Another feature integrated into BSM2 is a module capable of generating meteorological disturbances. Three scenarios are implemented to investigate how meteorological changes influence the performance of the plant, over virtual periods of 14 to 30 days, sampled at regular data intervals [11,17]. The three environmental conditions are the following:

• Dry weather, which represents the baseline conditions of BSM2 with relatively constant flow and load;
• Short-duration rain events (two to four hours), which simulate moderate rainfall that constantly increases the flow and partially dilutes the pollutants;
• Storm events, which often extend over several hours and produce episodes of intense rainfall, exceeding the usual capacity of the treatment plant and causing major fluctuations, especially observed in the case of certain parameters.

Under these conditions, it was possible to build diverse and robust datasets for training and validating the ML networks, as well as using a comprehensive mean of evaluating the proposed software sensors under both nominal and transient conditions. This ensured that the proposed models were thoroughly validated in environments that mirrored real-world variations.

2.3. Data Preparation

2.3.1. Data Acquisition

Any complete dataset obtained from BSM2 provides dynamic results for 609 days, but not all of them can be taken into account for a formal assessment [18]. The first 245 days are defined and intended as necessary for the initialization of the process, with the remaining 364 days being used for the analysis, thus having a correct representation of the process over a whole year [19].

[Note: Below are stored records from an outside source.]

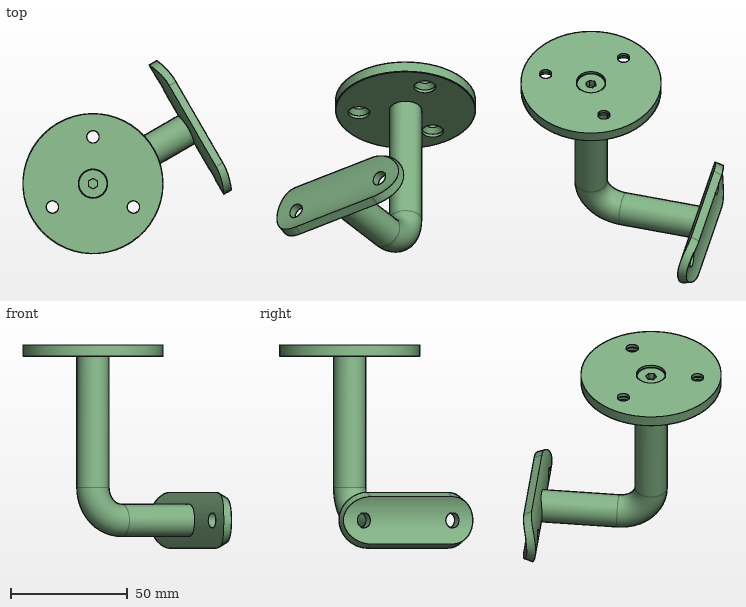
import cadquery as cq
import math

DISC_RADIUS = 30.0
DISC_THICKNESS = 5.0
DISC_CHAMFER = 0.3

HOLE_COUNT = 3
HOLE_CIRCLE_RADIUS = 20.0
FIRST_HOLE_ANGLE = 90.0
HOLE_RADIUS = 2.6
HOLE_HEAD_RADIUS = 4.6
HOLE_STRAIGHT_DEPTH = 1.5
HOLE_CONE_DEPTH = HOLE_HEAD_RADIUS - HOLE_RADIUS

SCREW_HEAD_RADIUS = 6.0
SCREW_SHANK_RADIUS = 3.0
SCREW_LENGTH = 16.0
SCREW_TOP_Z = -1.2
SCREW_CONE_HEIGHT = SCREW_HEAD_RADIUS - SCREW_SHANK_RADIUS
SCREW_RECESS_RADIUS = 6.25
SOCKET_ACROSS_FLATS = 3.9
SOCKET_DEPTH = 3.3
SOCKET_ANGLE = 30.0

ARM_RADIUS = 7.0
ARM_BEND_RADIUS = 14.0
ARM_DROP = 75.0
ARM_ANGLE = 30.0

SADDLE_REACH = 50.0
SADDLE_THICKNESS = 3.8
SADDLE_LENGTH = 63.9
SADDLE_HEIGHT = 23.9
SADDLE_FRONT_RADIUS = 25.0
SADDLE_HOLE_SPACING = 43.8
SADDLE_HOLE_RADIUS = 3.2
SADDLE_FRONT_REACH = SADDLE_REACH - SADDLE_THICKNESS


def turn_to_arm_direction(body):
    """Turn a body modelled along +X into the direction of the arm's outward leg."""
    return body.rotate((0, 0, 0), (0, 0, 1), ARM_ANGLE)


def make_screw_envelope():
    """Countersunk head and shank, without the socket."""
    cone_end_z = SCREW_TOP_Z - SCREW_CONE_HEIGHT
    tip_z = SCREW_TOP_Z - SCREW_LENGTH
    return (
        cq.Workplane("XZ")
        .moveTo(0, SCREW_TOP_Z)
        .lineTo(SCREW_HEAD_RADIUS, SCREW_TOP_Z)
        .lineTo(SCREW_SHANK_RADIUS, cone_end_z)
        .lineTo(SCREW_SHANK_RADIUS, tip_z)
        .lineTo(0, tip_z)
        .close()
        .revolve(360, (0, 0, 0), (0, 1, 0))
    )


def make_screw():
    """Socket screw with a hexagon that has two flats facing +X and -X."""
    across_corners = SOCKET_ACROSS_FLATS / math.cos(math.pi / 6)
    socket = (
        cq.Workplane("XY", origin=(0, 0, SCREW_TOP_Z))
        .polygon(6, across_corners)
        .extrude(-SOCKET_DEPTH)
        .rotate((0, 0, 0), (0, 0, 1), SOCKET_ANGLE)
    )
    return make_screw_envelope().cut(socket)


def make_fixing_hole():
    """Cutter on the Z axis: straight hole, cone, then a clearance for the screw head."""
    cone_end_z = -HOLE_STRAIGHT_DEPTH - HOLE_CONE_DEPTH
    return (
        cq.Workplane("XZ")
        .lineTo(HOLE_RADIUS, 0)
        .lineTo(HOLE_RADIUS, -HOLE_STRAIGHT_DEPTH)
        .lineTo(HOLE_HEAD_RADIUS, cone_end_z)
        .lineTo(HOLE_HEAD_RADIUS, -DISC_THICKNESS)
        .lineTo(0, -DISC_THICKNESS)
        .close()
        .revolve(360, (0, 0, 0), (0, 1, 0))
    )


def make_disc():
    """Disc with the central screw seat and the ring of fixing holes."""
    disc = (
        cq.Workplane("XY")
        .circle(DISC_RADIUS)
        .extrude(-DISC_THICKNESS)
        .faces("<Z")
        .chamfer(DISC_CHAMFER)
    )
    recess = cq.Workplane("XY").circle(SCREW_RECESS_RADIUS).extrude(SCREW_TOP_Z)
    disc = disc.cut(recess).cut(make_screw_envelope())
    for index in range(HOLE_COUNT):
        hole_angle = FIRST_HOLE_ANGLE + index * 360 / HOLE_COUNT
        hole = make_fixing_hole().translate((HOLE_CIRCLE_RADIUS, 0, 0))
        disc = disc.cut(hole.rotate((0, 0, 0), (0, 0, 1), hole_angle))
    return disc


def make_saddle_cylinder():
    """Cylinder along Y that carries the saddle's front face on its side nearest the disc axis."""
    return (
        cq.Workplane("XZ", origin=(SADDLE_FRONT_REACH + SADDLE_FRONT_RADIUS, 0, -ARM_DROP))
        .circle(SADDLE_FRONT_RADIUS)
        .extrude(SADDLE_LENGTH, both=True)
    )


def make_saddle():
    """Curved round-ended plate whose rim stands square to its faces, with two holes."""
    outline_plane = cq.Workplane("YZ", origin=(SADDLE_FRONT_REACH, 0, -ARM_DROP))
    blank = outline_plane.slot2D(SADDLE_LENGTH, SADDLE_HEIGHT).extrude(SADDLE_FRONT_RADIUS)
    front_face = blank.intersect(make_saddle_cylinder()).faces("<X").val()
    plate = cq.Workplane(front_face.thicken(-SADDLE_THICKNESS))
    holes = (
        outline_plane.rarray(SADDLE_HOLE_SPACING, 0.9, 2, 1)
        .circle(SADDLE_HOLE_RADIUS)
        .extrude(SADDLE_FRONT_RADIUS)
    )
    return turn_to_arm_direction(plate.cut(holes))


def make_arm():
    """Bent rod that butts against the saddle's front face and takes the screw tip."""
    path = (
        cq.Workplane("XZ")
        .moveTo(0, -DISC_THICKNESS)
        .lineTo(0, ARM_BEND_RADIUS - ARM_DROP)
        .radiusArc((ARM_BEND_RADIUS, -ARM_DROP), -ARM_BEND_RADIUS)
        .lineTo(SADDLE_REACH, -ARM_DROP)
    )
    rod = cq.Workplane("XY", origin=(0, 0, -DISC_THICKNESS)).circle(ARM_RADIUS).sweep(path)
    rod = rod.cut(make_saddle_cylinder())
    return turn_to_arm_direction(rod).cut(make_screw_envelope())


disc = make_disc()
screw = make_screw()
arm = make_arm()
saddle = make_saddle()

result = cq.Compound.makeCompound([body.solids().val() for body in (disc, screw, arm, saddle)])

For this study, the five relevant compounds as part of the EQI calculation were selected and sampled at 15 min intervals, resulting in 34,944 data points for each. The input data included influent pollutant concentrations (COD, SNKj, SNO, TSS, BOD5), operational parameters (flow rate, time), and meteorological conditions (weather type). Additionally, to capture temporal dependencies, delayed values of effluent parameters, shifted by one step, were included in the model input. The output variables consisted of the corresponding effluent quality indicators (COD, SNKj, SNO, TSS, BOD5), which were used to train and evaluate the NNs. The acquisition of these data was based on both influent (such as influent and key concentrations of various pollutants) and effluent (nitrogen species, organic load, and other quality indicators) variables, including the time and weather conditions necessary to train the NNs. Given the large dataset and all the parameters included, we were able to analyze the EQI with data impacted by operational and weather conditions. In training NNs, it is important to divide the dataset to prevent overfitting of the model and to later validate their predictive performance on untrained data [20]. The structure that ensured the integrity of the test set imposed a data split into 70% for training, 15% for validation, and a remaining 15% used afterwards for testing the predictions in BSM2. Consequently, all BSM2 results reported in this study are based exclusively on the performance of the networks on the test set, which demonstrates the ability of the training to generalize to new data, instead of memorizing training examples.

Before importing the data into the NNs architectures, they required general preprocessing techniques, described in the following section, which, once applied to the data, ensured consistency in training across all networks.

2.3.2. Data Preprocessing

Before training any network, preparatory steps are necessary to ensure the consistency and reliability of the data. The preparation of the data extracted from BSM2 involved cleaning the dataset to remove outliers and verify data integrity. Outliers were detected using the Z-score method with a threshold of ±3 standard deviations, identifying 482 outliers out of 174,720 data points (0.28%), which is within the expected range for a normally distributed dataset. Since this proportion aligns with statistical expectations, it confirms that the dataset does not contain an abnormal number of extreme values. Additionally, no missing data were found, ensuring the completeness of the time series.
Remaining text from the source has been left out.